Has he had his testosterone checked lately? Does he have any performance problems? I was in the same position and when I asked my husband about it he said he didn't have the desire and didn't ever think about sex. He also ED so he wanted to avoid anything going on in the bed since he couldn't complete the act. He went to the Dr and he has a very low T count. I would suggest to him to have his t count checked.


----------



## doobie (Apr 15, 2014)

Happilymarried25 said:


> Has he had his testosterone checked lately? Does he have any performance problems? I was in the same position and when I asked my husband about it he said he didn't have the desire and didn't ever think about sex. He also ED so he wanted to avoid anything going on in the bed since he couldn't complete the act. He went to the Dr and he has a very low T count. I would suggest to him to have his t count checked.


Thanks for reply - he will be getting his T levels checked in December. He's on meds for heart problems (which I am understanding about) which probably lower his levels. However, before we got married we were having sex a few times a week. Even though I've stressed to him how miserable this situation is making me, he doesn't even make any effort whatsoever to have sex. We do cuddle several times a day and lots of casual kisses, but absolutely nothing sexual going on at all. Despite his health problems, he manages to make the effort to do other things, can drink half a bottle of whiskey in an evening or spend an evening in the local bar getting totally drunk, but never seems to make any effort when it comes to sex. If he were making some sort of effort, then it would give me some hope for the future, but this no effort at all thing is making me feel very depressed about our future together.

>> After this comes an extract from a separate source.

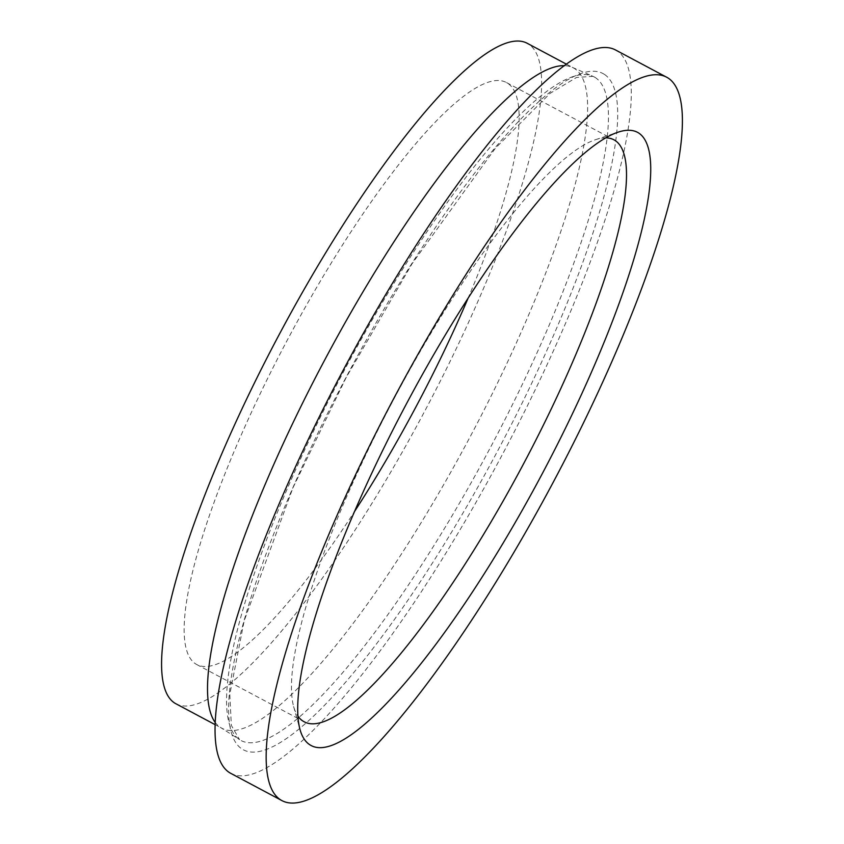 <?xml version="1.0" encoding="UTF-8"?>
<svg xmlns="http://www.w3.org/2000/svg" width="844" height="844" viewBox="0 0 844 844"><rect width="100%" height="100%" fill="white"/><g stroke="black" fill="none" stroke-linecap="round" stroke-linejoin="round"><path stroke-width="0.63" stroke-dasharray="4.22 3.17" d="M230.549 773.231A409.667 90.065 118 0 0 501.473 456.224A409.667 90.065 118 0 0 616.742 50.651A409.667 90.065 118 0 0 615.782 50.102M214.967 722.126A374.05 82.237 118 0 0 220.484 727.444A374.05 82.237 118 0 0 220.864 727.676A374.05 82.237 118 0 0 221.74 728.172A374.05 82.237 118 0 0 469.106 438.732A374.05 82.237 118 0 0 574.353 68.427A374.05 82.237 118 0 0 573.477 67.931A374.05 82.237 118 0 0 572.169 67.298A374.05 82.237 118 0 0 564.678 65.684M175.731 703.664A374.05 82.237 118 0 0 423.097 414.225A374.05 82.237 118 0 0 528.344 43.92A374.05 82.237 118 0 0 527.468 43.424M605.876 137.878A329.635 72.468 118 0 0 595.642 139.661A329.635 72.468 118 0 0 395.087 396.712A329.635 72.468 118 0 0 293.638 706.555A329.635 72.468 118 0 0 297.858 716.05M467.935 298.565A329.635 72.468 118 0 0 507.36 83.05A329.635 72.468 118 0 0 506.59 82.617A329.635 72.468 118 0 0 288.585 337.695A329.635 72.468 118 0 0 195.84 664.028A329.635 72.468 118 0 0 196.61 664.471A329.635 72.468 118 0 0 354.269 511.918M595.104 77.437A375.854 82.628 118 0 0 592.921 76.308A375.854 82.628 118 0 0 344.584 369.799A375.854 82.628 118 0 0 239.538 739.629A375.854 82.628 118 0 0 239.907 739.871A375.854 82.628 118 0 0 488.265 451.551A375.854 82.628 118 0 0 595.104 77.437M604.114 74.198A382.954 84.189 118 0 0 351.062 367.952A382.954 84.189 118 0 0 242.217 749.145A382.954 84.189 118 0 0 495.259 455.38A382.954 84.189 118 0 0 604.114 74.198M572.169 67.298L592.921 76.308L576.484 77.469L550.14 93.304L495.407 148.196L412.083 263.697L346.051 377.743L292.91 487.906L244.18 620.783L229.79 694.412L231.351 725.418L239.538 739.629L220.484 727.444M214.872 724.521L221.74 728.172M506.59 82.617L614.042 139.861M293.638 706.555L299.989 729.469M595.642 139.661L618.198 132.149M196.61 664.471L304.062 721.715M566.619 64.271L573.477 67.931"/><path stroke-width="1.27" d="M666.897 77.342L615.782 50.102A409.667 90.065 118 0 0 344.858 367.119A409.667 90.065 118 0 0 229.589 772.682A409.667 90.065 118 0 0 230.549 773.231L281.664 800.46A409.667 90.065 118 0 0 552.588 483.454A409.667 90.065 118 0 0 667.857 77.88A409.667 90.065 118 0 0 666.897 77.342A409.667 90.065 118 0 0 395.973 394.348A409.667 90.065 118 0 0 280.704 799.922A409.667 90.065 118 0 0 281.664 800.46M566.619 64.271L527.468 43.424A374.05 82.237 118 0 0 280.102 332.863A374.05 82.237 118 0 0 174.856 703.168A374.05 82.237 118 0 0 175.731 703.664L214.872 724.521M297.858 716.05A329.635 72.468 118 0 0 303.291 721.272A329.635 72.468 118 0 0 304.062 721.715A329.635 72.468 118 0 0 522.056 466.637A329.635 72.468 118 0 0 614.812 140.294A329.635 72.468 118 0 0 614.042 139.861A329.635 72.468 118 0 0 605.876 137.878M638.402 132.825A347.327 76.361 118 0 0 618.198 132.149A347.327 76.361 118 0 0 406.892 402.999A347.327 76.361 118 0 0 299.989 729.469A347.327 76.361 118 0 0 310.159 744.978A347.327 76.361 118 0 0 539.675 478.548A347.327 76.361 118 0 0 638.402 132.825M354.269 511.918A329.635 72.468 118 0 0 467.935 298.565M564.678 65.684A374.05 82.237 118 0 0 325.024 359.386A374.05 82.237 118 0 0 214.967 722.126"/></g></svg>
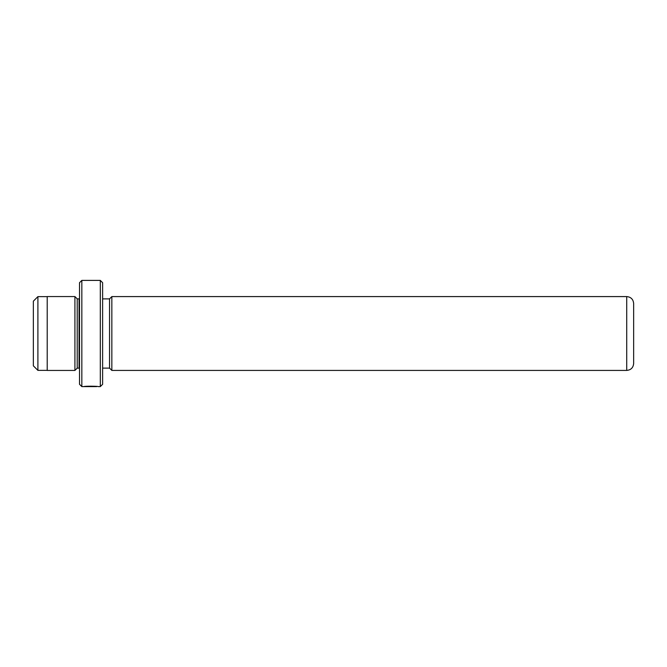 <?xml version="1.0" encoding="UTF-8"?>
<svg xmlns="http://www.w3.org/2000/svg" width="667" height="667" viewBox="0 0 667 667"><rect width="100%" height="100%" fill="white"/><g stroke="black" fill="none" stroke-linecap="round" stroke-linejoin="round"><path stroke-width="1" d="M33.35 365.824L33.35 301.176L37.902 296.632L37.902 370.368L33.35 365.824M96.715 386.435L96.715 386.602C97.057 386.426 87.669 386.101 85.709 386.56L83.9 386.602C84.325 386.001 98.591 386.151 98.141 386.602L100.308 386.602L100.308 280.398L81.833 280.398L81.833 386.602L79.523 384.292L79.523 282.708L81.833 280.398M100.308 280.398L102.618 282.708L102.618 384.292L100.308 386.602M79.523 298.824L79.065 298.866L79.065 368.134L77.222 368.134L77.222 298.866L74.912 296.557L47.207 296.557L47.207 370.443L74.912 370.443L74.912 296.557M626.722 370.418C630.932 370.01 633.241 367.7 633.65 363.49L633.65 303.51C633.241 299.3 630.932 296.99 626.722 296.582L626.722 370.418L111.848 370.418L111.848 296.582L109.538 298.891L102.618 298.891M102.618 368.109L109.538 368.109L109.538 298.891M47.207 370.368L37.902 370.368M77.222 368.134L74.912 370.443M109.538 368.109L111.848 370.418M96.715 386.602L81.833 386.602M626.722 296.582L111.848 296.582M79.065 368.134L79.523 368.176M79.065 298.866L77.222 298.866M47.207 296.632L37.902 296.632"/></g></svg>

I see lots of people who post on here who have LD spouses that will make the effort once a week or so (albeit grudgingly), but no effort at all, despite knowing that this upsets me so much is just making the situation worse. It's been so long now since we had regular sex that I'm worried that it will be too awkward when we do eventually get down to it and that would be a huge turn off for me. I'm really starting to feel like he's my dad or something which is starting to get weird.


----------



## okeydokie (Sep 10, 2008)

Can you maybe act a little less interested, make yourself less available perhaps? Maybe he subconsciously wants the thrill of the chase. Stop talking about it for awhile, he just might become very curious


----------



## doobie (Apr 15, 2014)

okeydokie said:


> Can you maybe act a little less interested, make yourself less available perhaps? Maybe he subconsciously wants the thrill of the chase. Stop talking about it for awhile, he just might become very curious


I don't actually talk to him about it that much - just once every couple of months or so when I can no longer hide how down it makes me feel and I start to snap a little or just spend a day not being my usual cheerful self. We talked about it about three weeks ago and it was 2 months since the last time I brought this matter up with him. 

He likes the fact that I'm a happy cheerful person, but lately the lack of sex is really preying on my mind and it's making me worried about our future together. Sometimes, it can be hard to hide the fact that I'm not feeling on top of the world. Most of the time, if he asks what's wrong, I just say that nothing is wrong. However, every two or three months, I tell the truth and let him know how I feel about the situation. The lack of sex is not something I discuss or refer to on a weekly or daily basis - just now and again when I really am at the end of my tether. I find it excruciatingly difficult to talk to him about this - partly as I don't want to hurt his feelings and partly because I have to acknowledge just how inadequate and undesirable this is making me feel.


----------



## 1812overture (Nov 25, 2013)

doobie said:


> I find it excruciatingly difficult to talk to him about this - partly as I don't want to hurt his feelings and partly because I have to acknowledge just how inadequate and undesirable this is making me feel.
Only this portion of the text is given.